Collective Intelligence - Real Time Analysis

 
Jeff Storey
Ranch Hand
Posts: 230
  • Mark post as helpful
  • send pies
  • Quote
  • Report post to moderator
Hi Satnam,

I have previously worked developing data mining applications, and one of the biggest problems we ran into is the ability to extract trends and analyze information in real-time. The data we were working with was rapidly changing (every couple of hours), so caching the data for any longer than that was not really an option. With information available in real-time from everywhere using Google, people want quick results.

Does your book discuss techniques for real time analysis? Also, do you use existing data mining frameworks (I believe I saw a weka jar in the source code, but I'm not sure their package is free anymore as it is now part of the Pentaho project)? Another issue we've had is that some of these frameworks, such as GATE and weka, are very heavyweight, and they can involve a lot of memory overhead to use even a small subset of their features.

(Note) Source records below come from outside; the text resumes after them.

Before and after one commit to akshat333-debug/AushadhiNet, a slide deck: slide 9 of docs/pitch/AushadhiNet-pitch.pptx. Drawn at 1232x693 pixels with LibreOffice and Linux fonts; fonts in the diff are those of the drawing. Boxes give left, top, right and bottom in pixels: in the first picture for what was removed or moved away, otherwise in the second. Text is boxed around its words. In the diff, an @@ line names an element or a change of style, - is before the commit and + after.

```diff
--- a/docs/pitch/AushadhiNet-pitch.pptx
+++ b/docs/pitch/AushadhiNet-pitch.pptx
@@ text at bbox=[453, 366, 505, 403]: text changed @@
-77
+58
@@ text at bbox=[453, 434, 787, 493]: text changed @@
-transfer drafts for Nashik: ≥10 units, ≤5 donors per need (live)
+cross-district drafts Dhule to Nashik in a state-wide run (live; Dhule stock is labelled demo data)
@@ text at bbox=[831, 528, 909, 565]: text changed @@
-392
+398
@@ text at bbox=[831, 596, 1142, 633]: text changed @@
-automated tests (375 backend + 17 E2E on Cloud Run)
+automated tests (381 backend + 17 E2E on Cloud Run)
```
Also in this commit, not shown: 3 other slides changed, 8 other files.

Thanks, looking forward to hearing back.

Jeff Storey
 
Satnam Alag
Author
Greenhorn
Posts: 26
  • Mark post as helpful
  • send pies
  • Quote
  • Report post to moderator
Jeff,

Great questions. Let me try and answer each one of them

Real-time analysis:
One of the first things I do in the book -- Section 2.1 -- is to present the architecture for applying collective intelligence in real-world applications. The key to applying these techniques is to precompute as much as possible asynchronously, so that minimal computation is carried out while the user is waiting. It helps to also have an event-driven SOA architecture.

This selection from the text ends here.